Now we write the equation of tangent $AB$ in forms for both the ellipse and circle: $$\frac{x \cos\theta}{4}+\frac{y \sin\theta}{2}=1$$ $$x \cos\omega+y \sin\omega=r$$ Since these represent the same line, $\cos\omega=\frac{r}{4}\cos\theta$ and $\sin\omega = \frac{r}{2}\sin\theta$.

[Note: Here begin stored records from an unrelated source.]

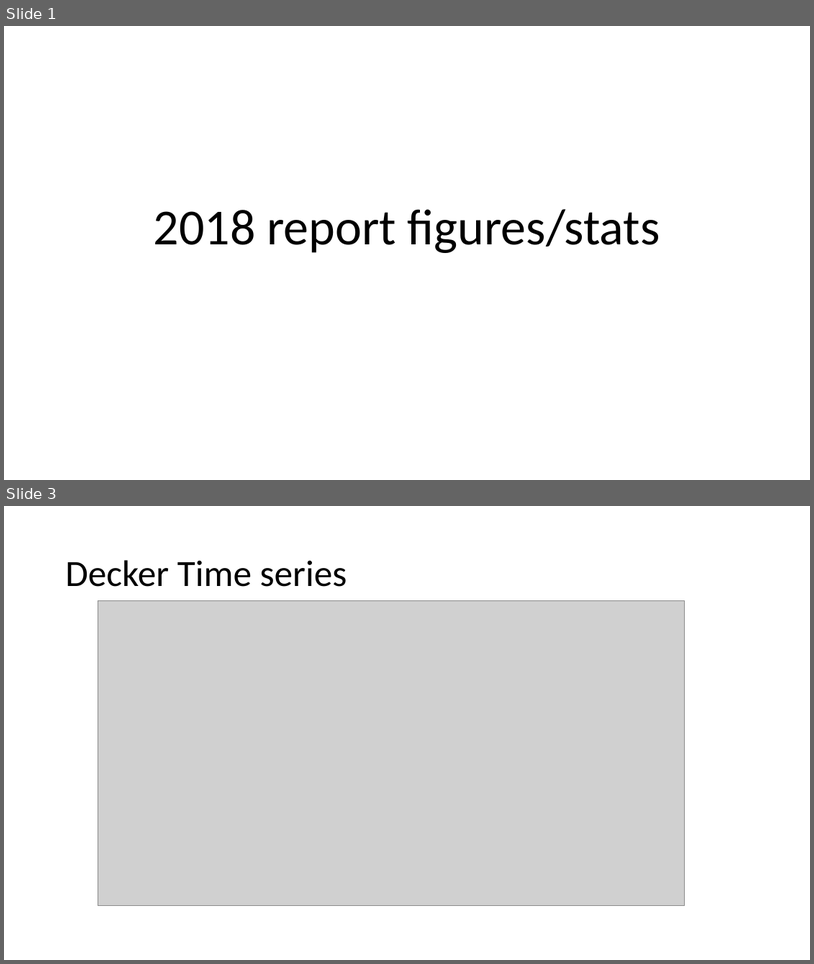
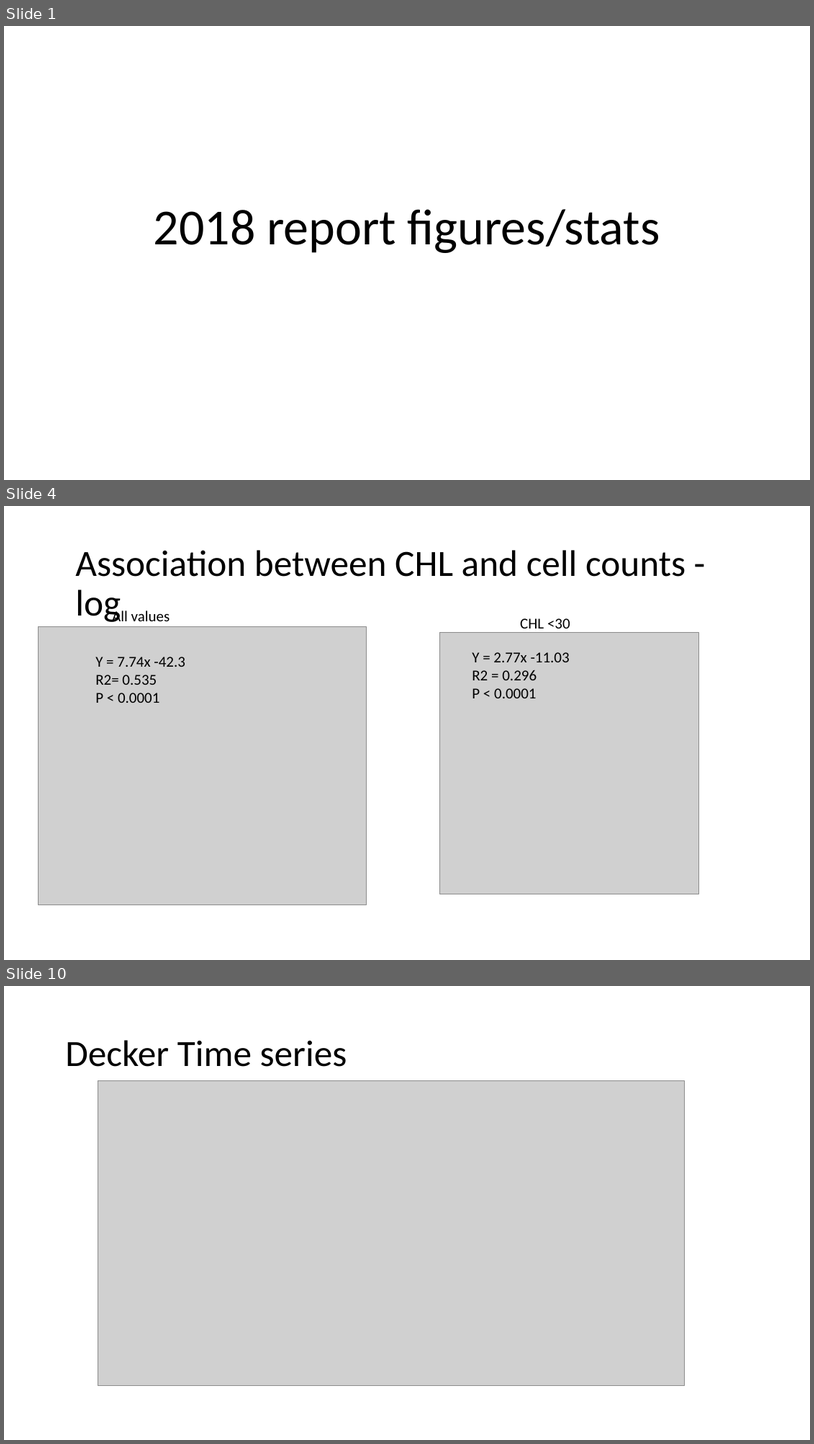
Before and after one commit to rosehartman/FRPreport2018, a slide deck: May phase IV analyses.pptx. Shown one above the other, each under a label of ours: slides 1 and 3 before the commit, slides 1, 4 and 10 after it; the slides between them are not shown. The pictures are 814x964 and 814x1444 pixels, drawn with LibreOffice and Linux fonts; fonts in the diff are those of the drawing; grey boxes stand for pictures. Boxes give left, top, right and bottom in pixels: in the first picture for what was removed or moved away, otherwise in the second. Text is boxed around its words. In the diff, an @@ line names an element or a change of style, - is before the commit and + after.

```diff
--- a/May phase IV analyses.pptx
+++ b/May phase IV analyses.pptx
@@ slide 4 added at (4, 506, 810, 960), background #FFFFFF @@
@@ text added at (75, 550, 686, 622), 44 pt, text #000000 @@
+Association between CHL and cell counts - log
@@ text added at (112, 610, 170, 622), 18 pt, text #000000 @@
+All values
@@ picture added at (39, 627, 367, 905) @@
@@ picture added at (440, 632, 699, 894) @@
@@ text added at (520, 618, 571, 633), 18 pt, text #000000 @@
+CHL <30
@@ text added at (95, 656, 185, 703), 18 pt, text #000000 @@
+Y = 7.74x -42.3
+R2= 0.535
+P < 0.0001
@@ text added at (472, 652, 570, 698), 18 pt, text #000000 @@
+Y = 2.77x -11.03
+R2 = 0.296
+P < 0.0001
@@ what was slide 3 is now slide 10 @@
```
Also in this commit, not shown: 1 slide changed, 6 other slides added, 1 slide removed, 10 other files.

Writing the expression for distance $AB$ ($d$): $$d^2 = (r \cos\omega - 4 \cos\theta)^2+(r \sin\omega - 2 \sin\theta)^2$$ which reduces to (by substituting $\cos\omega$ and $\sin\omega$ with $\cos\theta$ and $\sin\theta$): $$d^2 = 12\cos^2\theta + 4 - r^2$$

Now because the point $(r \cos\omega, r \sin\omega)\equiv(\frac{r^2}{4}\cos\theta, \frac{r^2}{2}\sin\theta)$ lies on the circle, we can say that: $$\frac{r^4}{16}\cos^2\theta + \frac{r^4}{4}\sin^2\theta = r^2$$ which reduces to $$r^2 = \frac{16}{3 \sin^2\theta + 1}$$

Now we can either replace $\cos\theta$ (which we can get from simple trigonometric manipulation of the fraction above) in the expression for $d^2$ and maximise it as a function of $r$. Or we could do it in terms of $\cos\theta$ and $\sin\theta$.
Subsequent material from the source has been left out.